▶ **EXERCISE BRIEF**:
Go over the entries and report the lines where the word "будущее" occurs.

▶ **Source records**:
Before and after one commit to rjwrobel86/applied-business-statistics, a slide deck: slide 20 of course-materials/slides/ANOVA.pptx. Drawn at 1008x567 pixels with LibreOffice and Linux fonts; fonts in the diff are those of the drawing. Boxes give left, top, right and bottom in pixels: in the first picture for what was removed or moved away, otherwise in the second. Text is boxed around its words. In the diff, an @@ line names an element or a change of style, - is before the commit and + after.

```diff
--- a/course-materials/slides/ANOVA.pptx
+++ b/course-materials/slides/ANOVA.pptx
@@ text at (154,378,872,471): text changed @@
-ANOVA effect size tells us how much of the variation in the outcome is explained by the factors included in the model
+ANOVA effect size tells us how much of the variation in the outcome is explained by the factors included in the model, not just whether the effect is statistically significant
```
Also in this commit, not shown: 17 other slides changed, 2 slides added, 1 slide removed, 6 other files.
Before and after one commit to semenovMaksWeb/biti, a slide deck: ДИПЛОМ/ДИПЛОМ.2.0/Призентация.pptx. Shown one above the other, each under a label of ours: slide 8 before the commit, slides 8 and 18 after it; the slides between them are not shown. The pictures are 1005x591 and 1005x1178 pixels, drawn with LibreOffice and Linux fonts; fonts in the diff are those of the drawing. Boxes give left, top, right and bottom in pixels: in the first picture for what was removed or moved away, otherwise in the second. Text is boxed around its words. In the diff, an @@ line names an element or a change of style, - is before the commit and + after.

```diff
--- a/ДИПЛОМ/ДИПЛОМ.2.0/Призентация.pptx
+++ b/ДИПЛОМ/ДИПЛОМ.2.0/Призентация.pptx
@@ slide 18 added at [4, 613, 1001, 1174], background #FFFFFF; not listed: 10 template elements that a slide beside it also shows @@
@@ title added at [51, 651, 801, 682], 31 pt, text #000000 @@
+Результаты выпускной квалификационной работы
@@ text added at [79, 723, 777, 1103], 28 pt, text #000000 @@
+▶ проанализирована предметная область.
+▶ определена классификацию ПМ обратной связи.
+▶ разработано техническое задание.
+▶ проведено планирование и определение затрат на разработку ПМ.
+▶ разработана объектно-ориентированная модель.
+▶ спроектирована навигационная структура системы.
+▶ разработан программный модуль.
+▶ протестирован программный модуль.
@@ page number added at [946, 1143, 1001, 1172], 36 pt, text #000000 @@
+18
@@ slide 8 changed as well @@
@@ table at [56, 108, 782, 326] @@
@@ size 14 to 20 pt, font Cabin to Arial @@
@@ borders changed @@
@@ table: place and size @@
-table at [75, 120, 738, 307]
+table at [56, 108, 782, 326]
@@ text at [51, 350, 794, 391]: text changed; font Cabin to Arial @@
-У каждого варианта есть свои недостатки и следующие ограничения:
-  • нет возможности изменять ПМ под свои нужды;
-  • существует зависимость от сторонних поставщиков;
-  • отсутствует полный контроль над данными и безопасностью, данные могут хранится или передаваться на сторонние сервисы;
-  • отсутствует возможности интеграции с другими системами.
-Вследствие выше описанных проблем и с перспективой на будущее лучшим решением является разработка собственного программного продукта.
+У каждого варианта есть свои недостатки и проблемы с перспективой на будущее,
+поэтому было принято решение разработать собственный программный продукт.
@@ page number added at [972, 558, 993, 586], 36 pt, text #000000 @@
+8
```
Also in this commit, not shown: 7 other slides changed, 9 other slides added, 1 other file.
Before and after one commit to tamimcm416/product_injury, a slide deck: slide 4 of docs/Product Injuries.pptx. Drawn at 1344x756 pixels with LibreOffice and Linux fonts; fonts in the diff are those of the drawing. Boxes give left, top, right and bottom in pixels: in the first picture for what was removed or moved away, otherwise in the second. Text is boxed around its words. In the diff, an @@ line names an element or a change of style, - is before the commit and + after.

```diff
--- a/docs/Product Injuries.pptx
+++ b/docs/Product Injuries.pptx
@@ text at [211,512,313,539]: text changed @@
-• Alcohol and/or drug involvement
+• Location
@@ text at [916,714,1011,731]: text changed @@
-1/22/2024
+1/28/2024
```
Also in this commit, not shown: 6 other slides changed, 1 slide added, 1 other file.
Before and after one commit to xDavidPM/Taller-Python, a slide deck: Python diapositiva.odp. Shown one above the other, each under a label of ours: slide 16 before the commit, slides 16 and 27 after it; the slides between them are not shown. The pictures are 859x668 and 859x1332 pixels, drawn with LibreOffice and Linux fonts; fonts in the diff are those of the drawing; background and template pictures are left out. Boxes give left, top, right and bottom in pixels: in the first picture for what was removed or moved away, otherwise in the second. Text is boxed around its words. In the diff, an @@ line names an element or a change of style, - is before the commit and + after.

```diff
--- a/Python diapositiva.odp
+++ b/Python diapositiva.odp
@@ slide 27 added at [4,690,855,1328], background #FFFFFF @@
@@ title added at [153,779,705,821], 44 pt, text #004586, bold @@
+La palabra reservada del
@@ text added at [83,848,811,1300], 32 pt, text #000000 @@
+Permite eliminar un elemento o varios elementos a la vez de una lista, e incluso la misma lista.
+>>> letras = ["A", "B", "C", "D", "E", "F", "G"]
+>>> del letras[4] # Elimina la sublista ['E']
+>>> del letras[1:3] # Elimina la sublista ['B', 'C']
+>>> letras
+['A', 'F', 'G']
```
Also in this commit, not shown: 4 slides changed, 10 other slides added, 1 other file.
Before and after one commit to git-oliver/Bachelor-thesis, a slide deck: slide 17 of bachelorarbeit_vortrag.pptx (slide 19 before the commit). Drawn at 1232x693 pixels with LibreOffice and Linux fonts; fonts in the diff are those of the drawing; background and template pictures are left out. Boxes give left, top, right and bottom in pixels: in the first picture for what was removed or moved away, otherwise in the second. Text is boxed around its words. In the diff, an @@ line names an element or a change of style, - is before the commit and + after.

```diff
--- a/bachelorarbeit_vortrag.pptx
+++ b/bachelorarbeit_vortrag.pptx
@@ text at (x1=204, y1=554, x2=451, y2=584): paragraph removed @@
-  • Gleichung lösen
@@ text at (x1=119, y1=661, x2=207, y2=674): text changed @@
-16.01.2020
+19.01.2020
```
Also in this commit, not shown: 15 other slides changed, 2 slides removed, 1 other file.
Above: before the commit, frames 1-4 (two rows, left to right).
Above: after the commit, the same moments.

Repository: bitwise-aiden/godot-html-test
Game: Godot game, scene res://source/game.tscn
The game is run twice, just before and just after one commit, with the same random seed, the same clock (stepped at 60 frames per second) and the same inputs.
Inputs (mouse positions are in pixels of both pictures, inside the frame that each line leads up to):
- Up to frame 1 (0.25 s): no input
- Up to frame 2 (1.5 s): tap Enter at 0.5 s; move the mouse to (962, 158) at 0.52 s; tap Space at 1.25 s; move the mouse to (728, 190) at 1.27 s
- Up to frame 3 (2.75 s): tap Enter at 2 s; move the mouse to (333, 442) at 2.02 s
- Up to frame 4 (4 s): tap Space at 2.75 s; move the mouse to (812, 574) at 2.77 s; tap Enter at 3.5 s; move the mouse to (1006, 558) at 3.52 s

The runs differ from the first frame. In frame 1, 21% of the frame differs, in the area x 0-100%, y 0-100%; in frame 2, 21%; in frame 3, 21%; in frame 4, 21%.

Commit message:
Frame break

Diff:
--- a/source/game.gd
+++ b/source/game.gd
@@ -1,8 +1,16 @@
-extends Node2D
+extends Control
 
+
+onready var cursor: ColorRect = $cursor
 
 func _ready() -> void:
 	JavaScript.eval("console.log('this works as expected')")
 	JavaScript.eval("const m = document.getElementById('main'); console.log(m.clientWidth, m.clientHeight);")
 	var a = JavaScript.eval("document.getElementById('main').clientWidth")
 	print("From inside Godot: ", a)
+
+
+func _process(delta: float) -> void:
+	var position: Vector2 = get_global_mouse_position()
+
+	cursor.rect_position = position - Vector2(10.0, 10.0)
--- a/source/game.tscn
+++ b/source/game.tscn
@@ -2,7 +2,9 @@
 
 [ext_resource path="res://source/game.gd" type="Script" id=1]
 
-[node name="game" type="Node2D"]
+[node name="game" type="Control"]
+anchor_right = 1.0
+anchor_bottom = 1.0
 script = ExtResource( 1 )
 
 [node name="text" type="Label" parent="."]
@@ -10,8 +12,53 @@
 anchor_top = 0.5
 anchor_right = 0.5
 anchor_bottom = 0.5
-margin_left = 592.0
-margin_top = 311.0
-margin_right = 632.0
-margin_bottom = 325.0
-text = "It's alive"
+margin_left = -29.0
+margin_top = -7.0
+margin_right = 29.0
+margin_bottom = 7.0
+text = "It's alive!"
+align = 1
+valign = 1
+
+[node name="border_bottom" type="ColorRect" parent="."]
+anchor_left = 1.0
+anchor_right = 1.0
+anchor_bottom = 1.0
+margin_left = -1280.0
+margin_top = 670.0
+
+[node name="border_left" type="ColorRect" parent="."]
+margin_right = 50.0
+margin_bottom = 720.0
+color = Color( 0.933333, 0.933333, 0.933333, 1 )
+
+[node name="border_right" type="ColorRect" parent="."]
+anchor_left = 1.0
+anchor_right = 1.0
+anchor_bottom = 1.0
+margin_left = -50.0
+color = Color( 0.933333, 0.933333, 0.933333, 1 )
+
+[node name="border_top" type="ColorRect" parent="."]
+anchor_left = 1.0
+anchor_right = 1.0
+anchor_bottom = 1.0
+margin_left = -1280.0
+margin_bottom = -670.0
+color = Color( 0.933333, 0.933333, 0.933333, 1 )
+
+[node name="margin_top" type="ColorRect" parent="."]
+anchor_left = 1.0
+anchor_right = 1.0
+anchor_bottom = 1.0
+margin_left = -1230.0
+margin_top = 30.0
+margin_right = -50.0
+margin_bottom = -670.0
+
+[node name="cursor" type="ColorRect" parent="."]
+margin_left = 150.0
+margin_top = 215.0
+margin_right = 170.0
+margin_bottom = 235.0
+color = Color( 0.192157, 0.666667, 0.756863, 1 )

▶ **RESULT OF THE EXERCISE**:
-Вследствие выше описанных проблем и с перспективой на будущее лучшим решением является разработка собственного программного продукта.
+У каждого варианта есть свои недостатки и проблемы с перспективой на будущее,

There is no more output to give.